Further, the upper cover plate is provided with a bulge with the diameter slightly larger than that of the wafer, and the bottom plate is provided with a groove matched with the upper cover plate, and the groove is used for placing the wafer. The thickness difference between the bulge of the upper cover plate and the groove of the bottom plate is the same as that of the front end device. The bottom plate groove is internally provided with a groove with the same size as the protruding circuit layer of the front end device, the bottom is provided with a contact electrode which is the same as the communication electrode and the charging electrode, and the electrode is supported by a spring and slightly higher than the groove at the bottommost part.

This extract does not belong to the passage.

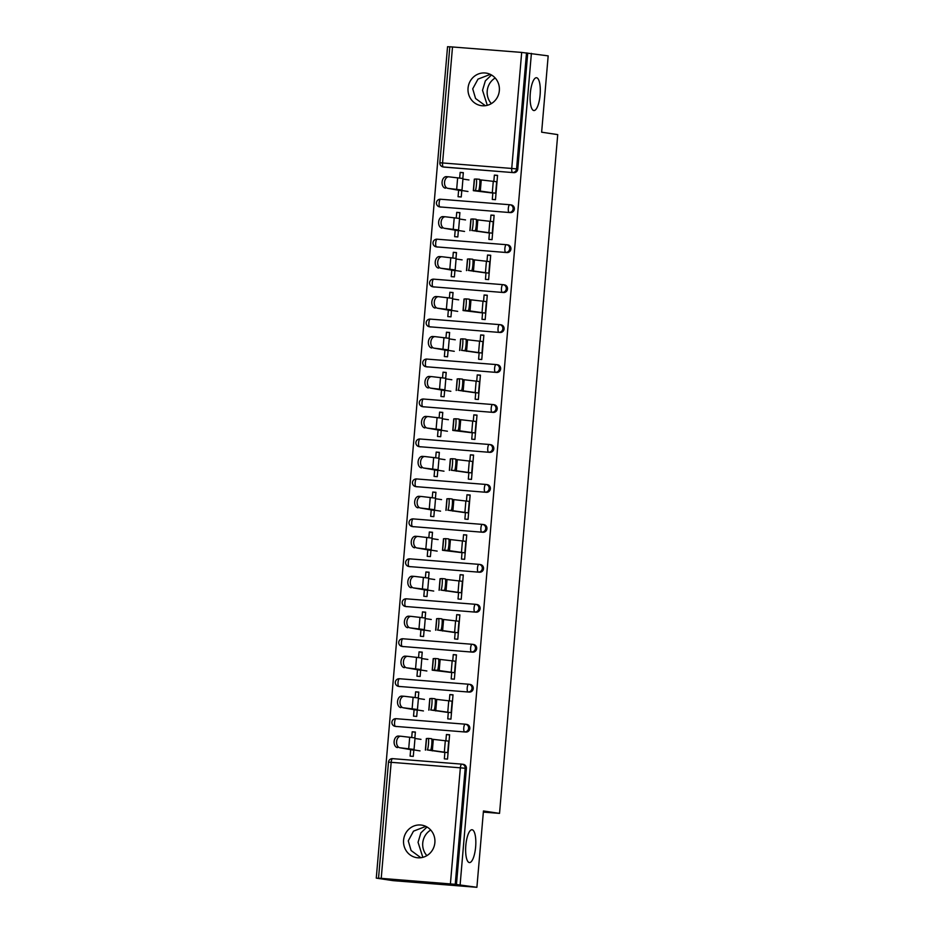 <?xml version="1.0" encoding="UTF-8"?>
<svg xmlns="http://www.w3.org/2000/svg" width="934" height="934" viewBox="0 0 934 934"><rect width="100%" height="100%" fill="white"/><g stroke="black" fill="none" stroke-linecap="round" stroke-linejoin="round"><path stroke-width="1.4" d="M420.872 857.727L411.1 850.535L408.251 840.857L413.505 831.155L425.834 826.392M472.137 829.766A16.462 4.95 94.5 0 0 472.032 829.754A16.462 4.95 94.5 0 0 465.809 845.597A16.462 4.95 94.5 0 0 469.323 862.561A16.462 4.95 94.5 0 0 469.428 862.572A16.462 4.95 94.5 0 0 475.651 846.729A16.462 4.95 94.5 0 0 472.137 829.766M485.341 105.694L475.569 98.502L472.721 88.835L477.986 79.133L490.315 74.37M536.606 77.744A16.462 4.95 94.5 0 0 536.501 77.732A16.462 4.95 94.5 0 0 530.279 93.575A16.462 4.95 94.5 0 0 533.793 110.527A16.462 4.95 94.5 0 0 533.898 110.539A16.462 4.95 94.5 0 0 540.121 94.696A16.462 4.95 94.5 0 0 536.606 77.744M491.482 74.989L485.353 80.861L482.528 90.306L487.303 105.32M495.195 78.001A16.462 15.691 -81.5 0 0 487.209 91.007A16.462 15.691 -81.5 0 0 491.354 103.616M427.013 827.01L420.884 832.883L418.058 842.328L422.833 857.342M430.726 830.034A16.462 15.691 -81.5 0 0 422.74 843.028A16.462 15.691 -81.5 0 0 426.885 855.637M468.051 88.135A16.462 15.691 -81.5 0 0 481.255 105.647A16.462 15.691 -81.5 0 0 499.34 90.621A16.462 15.691 -81.5 0 0 486.135 73.097A16.462 15.691 -81.5 0 0 468.051 88.135M403.581 840.156A16.462 15.691 -81.5 0 0 416.786 857.669A16.462 15.691 -81.5 0 0 434.87 842.643A16.462 15.691 -81.5 0 0 421.666 825.119A16.462 15.691 -81.5 0 0 403.581 840.156M452.511 46.922L442.564 162.96L439.867 162.796L449.814 46.77L521.686 52.421L548.176 55.877L541.638 132.196L557.726 134.613L499.538 813.386L483.45 810.969L476.9 887.3L393.051 880.645L376.274 878.123L379.94 878.415L378.539 878.194L388.486 762.167L391.171 762.319L381.224 878.357L378.539 878.194M449.803 46.875L447.549 46.7L376.274 878.123M483.345 812.101L499.538 813.386M463.066 764.327A3.853 3.678 98.5 0 1 466.405 768.46L465.179 768.273L455.232 884.311L381.224 878.357M466.405 768.46L456.457 884.498L476.9 887.3M455.232 884.311L456.457 884.498M531.399 53.355L460.123 884.79M449.581 734.988L446.417 734.509L449.604 734.766L447.514 759.097L444.339 758.84L444.899 752.29M413.844 749.967L413.283 756.377L410.108 756.131L410.656 749.722M414.871 737.848L415.373 732.046L412.198 731.801L415.35 732.268M446.417 734.509L445.88 740.767M412.198 731.801L411.719 737.405M441.175 207.114A3.853 3.678 98.5 0 1 440.941 207.091L439.716 206.904A3.853 3.678 -81.5 0 0 439.949 206.928L510.361 212.602L439.949 206.928A3.853 1.156 94.5 0 1 439.132 202.912A3.853 1.156 -85.5 0 1 440.591 199.246L509.742 204.733M511.015 204.92A3.853 3.678 98.5 0 1 514.354 209.053A3.853 3.678 98.5 0 1 510.361 212.602M527.733 53.063L517.786 169.101A3.853 3.678 98.5 0 1 513.782 172.65L444.607 167.151A3.853 3.678 98.5 0 1 444.362 167.128L443.136 166.941A3.853 3.678 -81.5 0 0 443.381 166.976L444.607 167.151M489.428 232.846L488.867 239.396L492.043 239.653L494.133 215.31L490.957 215.065L490.42 221.323M458.372 230.523L457.823 236.932L454.648 236.676L455.197 230.266M459.411 218.404L459.902 212.602L456.726 212.345L456.247 217.961M434.333 287.03A3.853 3.678 98.5 0 1 434.088 287.007L432.862 286.82A3.853 3.678 -81.5 0 0 433.107 286.843L503.508 292.517L433.107 286.843A3.853 1.156 94.5 0 1 432.279 282.827A3.853 1.156 -85.5 0 1 433.738 279.161A3.853 1.156 -85.5 0 1 433.761 279.161L502.889 284.648A3.853 1.156 -85.5 0 1 502.947 284.648A3.853 3.678 -81.5 0 1 503.181 284.683A3.853 3.853 0 0 0 502.924 284.648L433.738 279.161A3.853 3.853 0 0 0 429.593 282.675A3.853 3.853 0 0 0 432.862 286.82M504.173 284.835A3.853 3.678 98.5 0 1 507.512 288.968A3.853 3.678 98.5 0 1 503.508 292.517M482.574 312.762L482.014 319.311L485.19 319.568L487.279 295.226L484.104 294.981L483.567 301.238M451.519 310.438L450.97 316.848L447.795 316.591L448.343 310.181M452.558 298.32L453.06 292.517L449.873 292.26L449.394 297.876M427.48 366.945A3.853 3.678 98.5 0 1 427.235 366.922L426.009 366.735A3.853 3.678 -81.5 0 0 426.254 366.758L496.654 372.433L426.254 366.758A3.853 1.156 94.5 0 1 425.425 362.742A3.853 1.156 -85.5 0 1 426.885 359.076L496.047 364.564A3.853 1.156 -85.5 0 1 496.094 364.564L426.885 359.076A3.853 1.156 -85.5 0 1 426.908 359.076A3.853 3.853 0 0 0 422.74 362.59A3.853 3.853 0 0 0 426.009 366.735M497.32 364.75A3.853 3.678 98.5 0 1 500.659 368.883A3.853 3.678 98.5 0 1 496.654 372.433M475.721 392.677L475.161 399.227L478.348 399.483L480.426 375.141L477.251 374.896L476.714 381.154M444.666 390.354L444.117 396.763L440.941 396.506L441.49 390.097M445.705 378.235L446.207 372.433L443.031 372.176L442.541 377.791M420.627 446.861A3.853 3.678 98.5 0 1 420.382 446.837L419.156 446.65A3.853 3.678 -81.5 0 0 419.401 446.674L489.813 452.348L419.401 446.674A3.853 1.156 94.5 0 1 418.584 442.658A3.853 1.156 -85.5 0 1 420.031 438.992A3.853 1.156 -85.5 0 1 420.055 438.992L489.194 444.479M490.467 444.666A3.853 3.678 98.5 0 1 493.806 448.799A3.853 3.678 98.5 0 1 489.813 452.348M468.88 472.592L468.319 479.142L471.495 479.399L473.573 455.056L470.397 454.811L469.86 461.069M437.812 470.269L437.264 476.679L434.088 476.422L434.637 470.012M438.852 458.15L439.354 452.348L436.178 452.091L435.699 457.707M413.774 526.776A3.853 3.678 98.5 0 1 413.529 526.753L412.303 526.566A3.853 3.678 -81.5 0 0 412.548 526.589L482.96 532.263L412.548 526.589A3.853 1.156 94.5 0 1 411.731 522.573A3.853 1.156 -85.5 0 1 413.178 518.907L482.341 524.394A3.853 1.156 -85.5 0 1 482.388 524.394A3.853 3.678 -81.5 0 1 482.633 524.429A3.853 3.853 0 0 0 482.364 524.394L413.178 518.907A3.853 1.156 -85.5 0 1 413.202 518.907A3.853 3.853 0 0 0 409.034 522.421A3.853 3.853 0 0 0 412.303 526.566M483.614 524.581A3.853 3.678 98.5 0 1 486.953 528.714A3.853 3.678 98.5 0 1 482.96 532.263M462.026 552.508L461.466 559.057L464.642 559.314L466.731 534.972L463.544 534.727L463.007 540.984M430.971 550.184L430.411 556.594L427.235 556.337L427.784 549.928M432.01 538.066L432.5 532.263L429.325 532.006L428.846 537.622M406.92 606.691A3.853 3.678 98.5 0 1 406.687 606.668L405.449 606.481A3.853 3.678 -81.5 0 0 405.695 606.505L476.106 612.179L405.695 606.505A3.853 1.156 94.5 0 1 404.877 602.488A3.853 1.156 -85.5 0 1 406.337 598.822L475.488 604.31M476.76 604.496A3.853 3.678 98.5 0 1 480.099 608.629A3.853 3.678 98.5 0 1 476.106 612.179M455.173 632.423L454.613 638.973L457.788 639.23L459.878 614.887L456.703 614.642L456.166 620.9M424.118 630.1L423.569 636.509L420.382 636.252L420.942 629.843M425.157 617.981L425.647 612.179L422.472 611.922L421.993 617.537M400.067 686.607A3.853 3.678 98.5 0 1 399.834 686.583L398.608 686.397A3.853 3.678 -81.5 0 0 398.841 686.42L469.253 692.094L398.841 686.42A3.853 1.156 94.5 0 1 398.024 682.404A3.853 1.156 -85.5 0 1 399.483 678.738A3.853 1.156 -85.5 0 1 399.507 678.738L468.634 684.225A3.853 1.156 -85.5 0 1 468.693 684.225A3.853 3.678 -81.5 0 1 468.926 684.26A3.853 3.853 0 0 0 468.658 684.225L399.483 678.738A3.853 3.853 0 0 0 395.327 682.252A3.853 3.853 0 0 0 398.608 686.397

The bottom is provided with a data transceiving and charging circuit 15 matched with the front-end device.
Further, the "transfer station" may be used as a storage box of the front-end device, and further the steps of the present invention for reconstructing an actual wafer temperature field are:
step one: and removing the silicon cover on the front-end device, and establishing communication connection with the front-end device through the storage box.
Step two: the acquisition start, end, duration, AD sampling rate, etc. are set by software written on the PC. The temperature acquisition duration of the wafer generally includes the entire process.
Step three: after the setting is finished, the front-end device is placed in the processing chamber through the mechanical arm, a semiconductor process flow is started, after the processing is finished and the processing is cooled, the silicon cover is taken out, the front-end device is taken out through the mechanical arm and placed in the storage box, and the temperature information stored on the wafer is downloaded through serial communication.
Step four: and analyzing the temperature information, and obtaining the temperature distribution of the whole wafer surface by adopting an inverse distance weight interpolation algorithm because the sensor is not distributed on the whole wafer surface.
Step five: after the temperature distribution of the whole device is obtained, the uniformity of the temperature in the wafer processing process and the deviation of the temperature in the whole process from the actual expected temperature can be analyzed. And the mismatch probability of the wafer and the etching cavity is reduced by adjusting the process conditions such as voltage, magnetic field and the like to optimize the process conditions.